**Records excerpted from a collection:**

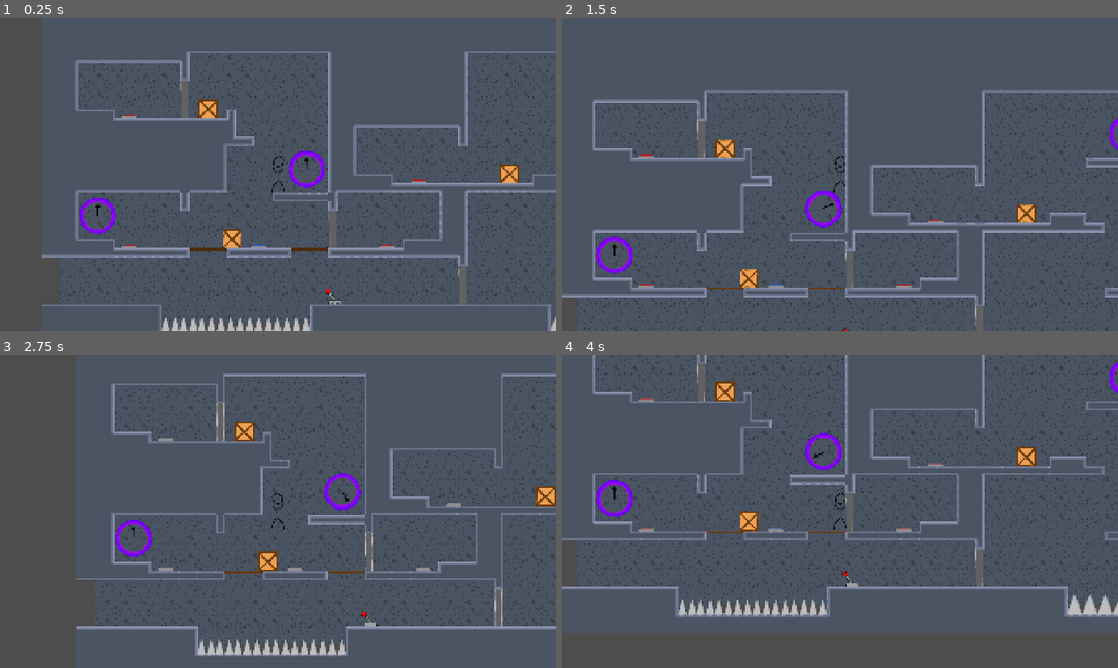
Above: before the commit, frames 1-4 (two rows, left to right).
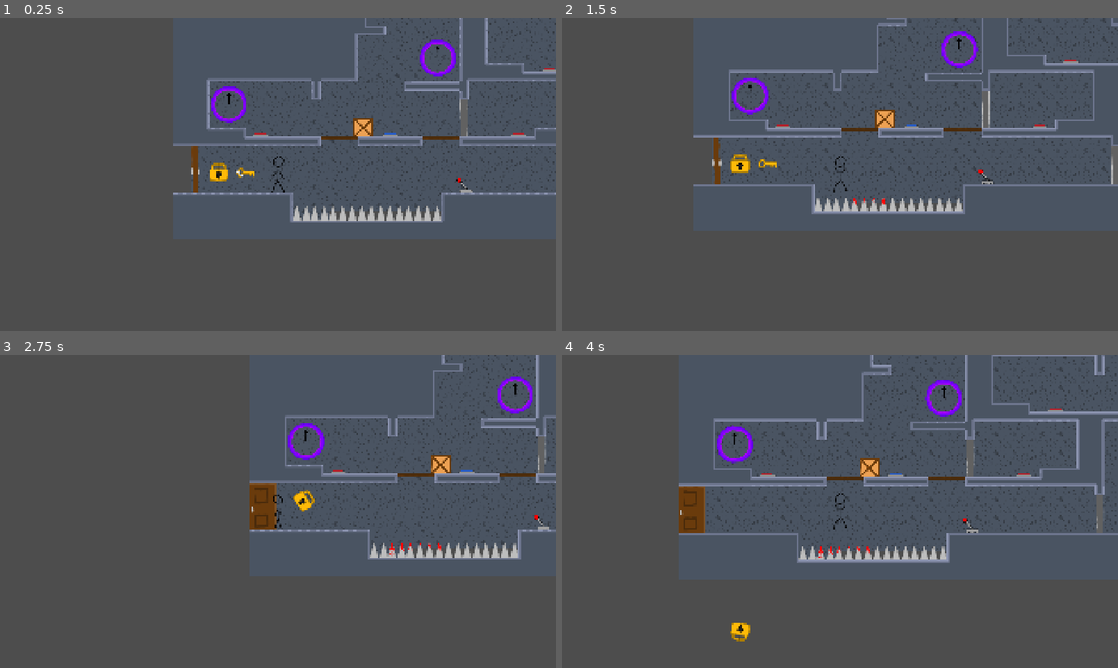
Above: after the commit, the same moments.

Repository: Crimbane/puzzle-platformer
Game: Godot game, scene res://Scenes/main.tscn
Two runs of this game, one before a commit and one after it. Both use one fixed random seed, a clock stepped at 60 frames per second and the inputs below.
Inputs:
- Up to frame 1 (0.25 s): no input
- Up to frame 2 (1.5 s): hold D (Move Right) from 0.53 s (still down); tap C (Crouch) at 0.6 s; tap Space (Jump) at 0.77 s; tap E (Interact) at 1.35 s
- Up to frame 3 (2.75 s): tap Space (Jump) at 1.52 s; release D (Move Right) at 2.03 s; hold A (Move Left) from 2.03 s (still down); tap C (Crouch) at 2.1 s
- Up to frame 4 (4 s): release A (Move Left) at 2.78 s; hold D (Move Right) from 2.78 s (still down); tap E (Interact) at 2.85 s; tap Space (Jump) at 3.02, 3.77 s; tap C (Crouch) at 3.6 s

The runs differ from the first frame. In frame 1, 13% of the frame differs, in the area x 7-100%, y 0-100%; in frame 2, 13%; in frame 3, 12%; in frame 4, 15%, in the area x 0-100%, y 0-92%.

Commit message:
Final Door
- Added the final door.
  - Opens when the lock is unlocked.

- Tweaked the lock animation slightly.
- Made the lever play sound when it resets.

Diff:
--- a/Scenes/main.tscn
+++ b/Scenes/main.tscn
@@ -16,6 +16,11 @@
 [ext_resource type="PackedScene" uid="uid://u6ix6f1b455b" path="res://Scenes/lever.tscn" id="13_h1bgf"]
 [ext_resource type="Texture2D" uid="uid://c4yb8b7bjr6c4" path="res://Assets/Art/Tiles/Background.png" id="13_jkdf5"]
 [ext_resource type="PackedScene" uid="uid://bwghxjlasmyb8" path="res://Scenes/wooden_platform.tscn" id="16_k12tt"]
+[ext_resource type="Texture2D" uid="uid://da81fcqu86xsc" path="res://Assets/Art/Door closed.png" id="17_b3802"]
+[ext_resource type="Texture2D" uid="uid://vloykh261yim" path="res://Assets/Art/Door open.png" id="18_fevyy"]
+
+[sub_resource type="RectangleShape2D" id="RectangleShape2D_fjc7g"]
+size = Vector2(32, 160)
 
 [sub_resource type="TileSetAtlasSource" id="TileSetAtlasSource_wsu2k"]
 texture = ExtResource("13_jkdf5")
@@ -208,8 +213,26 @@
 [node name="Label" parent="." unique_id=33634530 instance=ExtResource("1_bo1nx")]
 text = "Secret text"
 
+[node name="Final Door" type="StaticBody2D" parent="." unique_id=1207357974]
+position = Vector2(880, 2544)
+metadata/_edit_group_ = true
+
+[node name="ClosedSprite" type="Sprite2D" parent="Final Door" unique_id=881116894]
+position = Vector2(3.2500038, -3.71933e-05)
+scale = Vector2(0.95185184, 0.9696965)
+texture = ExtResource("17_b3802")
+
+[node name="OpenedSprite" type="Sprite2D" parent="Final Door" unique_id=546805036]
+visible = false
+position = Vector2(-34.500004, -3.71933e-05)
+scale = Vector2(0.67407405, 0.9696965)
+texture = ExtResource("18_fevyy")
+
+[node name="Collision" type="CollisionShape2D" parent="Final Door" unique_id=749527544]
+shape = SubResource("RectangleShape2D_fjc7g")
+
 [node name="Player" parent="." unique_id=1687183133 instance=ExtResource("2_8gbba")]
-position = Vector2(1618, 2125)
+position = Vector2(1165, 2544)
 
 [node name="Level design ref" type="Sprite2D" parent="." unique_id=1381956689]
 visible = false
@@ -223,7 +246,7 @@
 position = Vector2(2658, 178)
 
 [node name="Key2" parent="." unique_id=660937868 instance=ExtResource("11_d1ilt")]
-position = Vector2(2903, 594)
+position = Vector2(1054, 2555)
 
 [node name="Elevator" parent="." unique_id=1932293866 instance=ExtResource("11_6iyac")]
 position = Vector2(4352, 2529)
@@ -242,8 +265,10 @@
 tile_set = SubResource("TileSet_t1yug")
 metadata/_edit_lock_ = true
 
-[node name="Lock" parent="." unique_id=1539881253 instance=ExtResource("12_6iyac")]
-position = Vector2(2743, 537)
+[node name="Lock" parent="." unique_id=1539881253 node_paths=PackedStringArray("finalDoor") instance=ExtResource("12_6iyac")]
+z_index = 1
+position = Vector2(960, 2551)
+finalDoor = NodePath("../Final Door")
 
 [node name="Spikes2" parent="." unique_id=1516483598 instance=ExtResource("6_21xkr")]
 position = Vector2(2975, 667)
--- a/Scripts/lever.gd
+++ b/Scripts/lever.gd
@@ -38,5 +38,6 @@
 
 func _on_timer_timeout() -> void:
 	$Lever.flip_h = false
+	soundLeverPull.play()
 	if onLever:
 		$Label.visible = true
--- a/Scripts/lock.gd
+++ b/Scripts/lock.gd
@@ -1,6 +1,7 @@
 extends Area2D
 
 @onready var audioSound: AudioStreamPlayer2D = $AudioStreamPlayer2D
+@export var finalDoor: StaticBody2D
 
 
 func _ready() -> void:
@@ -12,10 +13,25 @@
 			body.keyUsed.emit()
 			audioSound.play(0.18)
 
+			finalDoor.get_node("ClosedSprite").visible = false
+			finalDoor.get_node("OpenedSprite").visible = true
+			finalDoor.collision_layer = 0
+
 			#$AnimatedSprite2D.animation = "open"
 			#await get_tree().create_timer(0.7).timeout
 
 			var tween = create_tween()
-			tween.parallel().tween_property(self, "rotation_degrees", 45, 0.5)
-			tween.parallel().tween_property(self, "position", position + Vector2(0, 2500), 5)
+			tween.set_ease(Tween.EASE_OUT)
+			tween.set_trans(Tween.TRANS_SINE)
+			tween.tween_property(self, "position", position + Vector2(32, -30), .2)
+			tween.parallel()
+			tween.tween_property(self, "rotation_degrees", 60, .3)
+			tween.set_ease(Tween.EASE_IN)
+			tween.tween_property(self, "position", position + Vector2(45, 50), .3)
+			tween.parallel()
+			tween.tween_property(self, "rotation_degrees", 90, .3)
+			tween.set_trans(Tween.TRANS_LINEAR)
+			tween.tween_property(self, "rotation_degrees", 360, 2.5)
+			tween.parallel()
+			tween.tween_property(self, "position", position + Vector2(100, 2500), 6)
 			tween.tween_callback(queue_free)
--
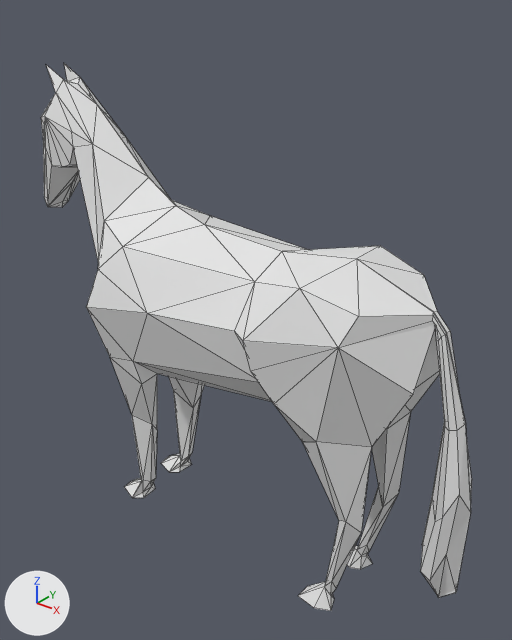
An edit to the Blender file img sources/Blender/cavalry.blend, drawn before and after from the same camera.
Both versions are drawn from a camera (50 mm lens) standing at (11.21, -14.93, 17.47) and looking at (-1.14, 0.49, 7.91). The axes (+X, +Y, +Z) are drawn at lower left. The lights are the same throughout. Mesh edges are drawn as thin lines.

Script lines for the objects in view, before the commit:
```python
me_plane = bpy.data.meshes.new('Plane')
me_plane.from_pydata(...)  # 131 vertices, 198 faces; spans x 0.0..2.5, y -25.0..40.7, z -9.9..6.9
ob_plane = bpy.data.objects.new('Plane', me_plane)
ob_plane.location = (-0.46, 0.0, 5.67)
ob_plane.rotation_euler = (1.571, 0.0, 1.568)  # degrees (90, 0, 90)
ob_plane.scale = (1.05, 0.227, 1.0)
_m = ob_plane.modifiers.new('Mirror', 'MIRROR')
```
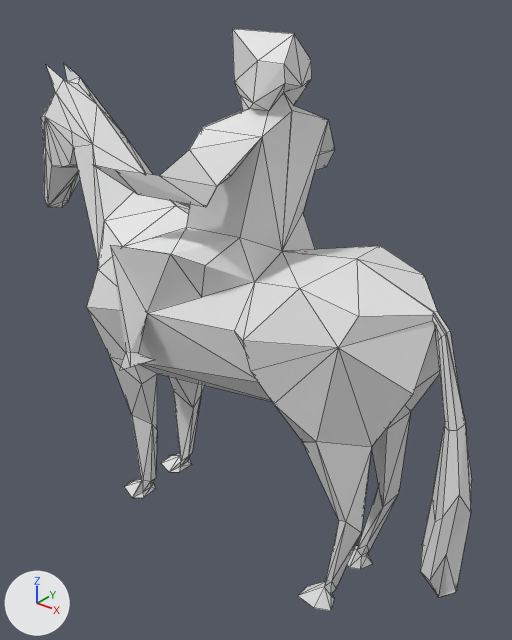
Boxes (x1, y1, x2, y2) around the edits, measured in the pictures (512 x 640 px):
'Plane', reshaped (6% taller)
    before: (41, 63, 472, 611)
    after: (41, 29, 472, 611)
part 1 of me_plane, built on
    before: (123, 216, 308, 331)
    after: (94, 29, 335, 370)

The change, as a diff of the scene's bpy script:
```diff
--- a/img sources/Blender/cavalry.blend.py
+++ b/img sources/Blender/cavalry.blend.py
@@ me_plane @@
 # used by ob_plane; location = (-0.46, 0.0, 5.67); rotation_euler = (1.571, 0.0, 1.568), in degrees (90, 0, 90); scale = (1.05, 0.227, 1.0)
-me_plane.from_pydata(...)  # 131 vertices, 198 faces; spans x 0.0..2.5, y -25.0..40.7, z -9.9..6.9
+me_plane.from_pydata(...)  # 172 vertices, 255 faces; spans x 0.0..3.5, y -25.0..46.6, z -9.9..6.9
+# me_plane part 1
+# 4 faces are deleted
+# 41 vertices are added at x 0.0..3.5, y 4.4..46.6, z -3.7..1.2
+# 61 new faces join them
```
...
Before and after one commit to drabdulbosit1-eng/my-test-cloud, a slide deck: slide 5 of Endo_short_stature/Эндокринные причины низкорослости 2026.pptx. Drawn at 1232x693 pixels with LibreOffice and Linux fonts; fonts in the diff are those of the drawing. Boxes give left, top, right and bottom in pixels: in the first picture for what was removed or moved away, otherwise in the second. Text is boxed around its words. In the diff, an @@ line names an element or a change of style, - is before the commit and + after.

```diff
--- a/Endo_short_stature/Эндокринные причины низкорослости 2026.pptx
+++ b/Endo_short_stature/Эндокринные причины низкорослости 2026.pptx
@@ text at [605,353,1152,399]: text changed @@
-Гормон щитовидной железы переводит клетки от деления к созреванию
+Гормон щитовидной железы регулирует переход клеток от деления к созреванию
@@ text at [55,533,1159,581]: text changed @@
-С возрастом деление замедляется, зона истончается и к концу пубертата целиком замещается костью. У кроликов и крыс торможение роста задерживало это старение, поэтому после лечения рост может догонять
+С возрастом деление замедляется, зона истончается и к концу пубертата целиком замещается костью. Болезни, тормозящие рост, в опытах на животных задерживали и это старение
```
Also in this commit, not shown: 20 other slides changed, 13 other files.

**What to do:**
Find and copy each line above that includes the string "Label".

**Exercise output:**
 [node name="Label" parent="." unique_id=33634530 instance=ExtResource("1_bo1nx")]
 		$Label.visible = true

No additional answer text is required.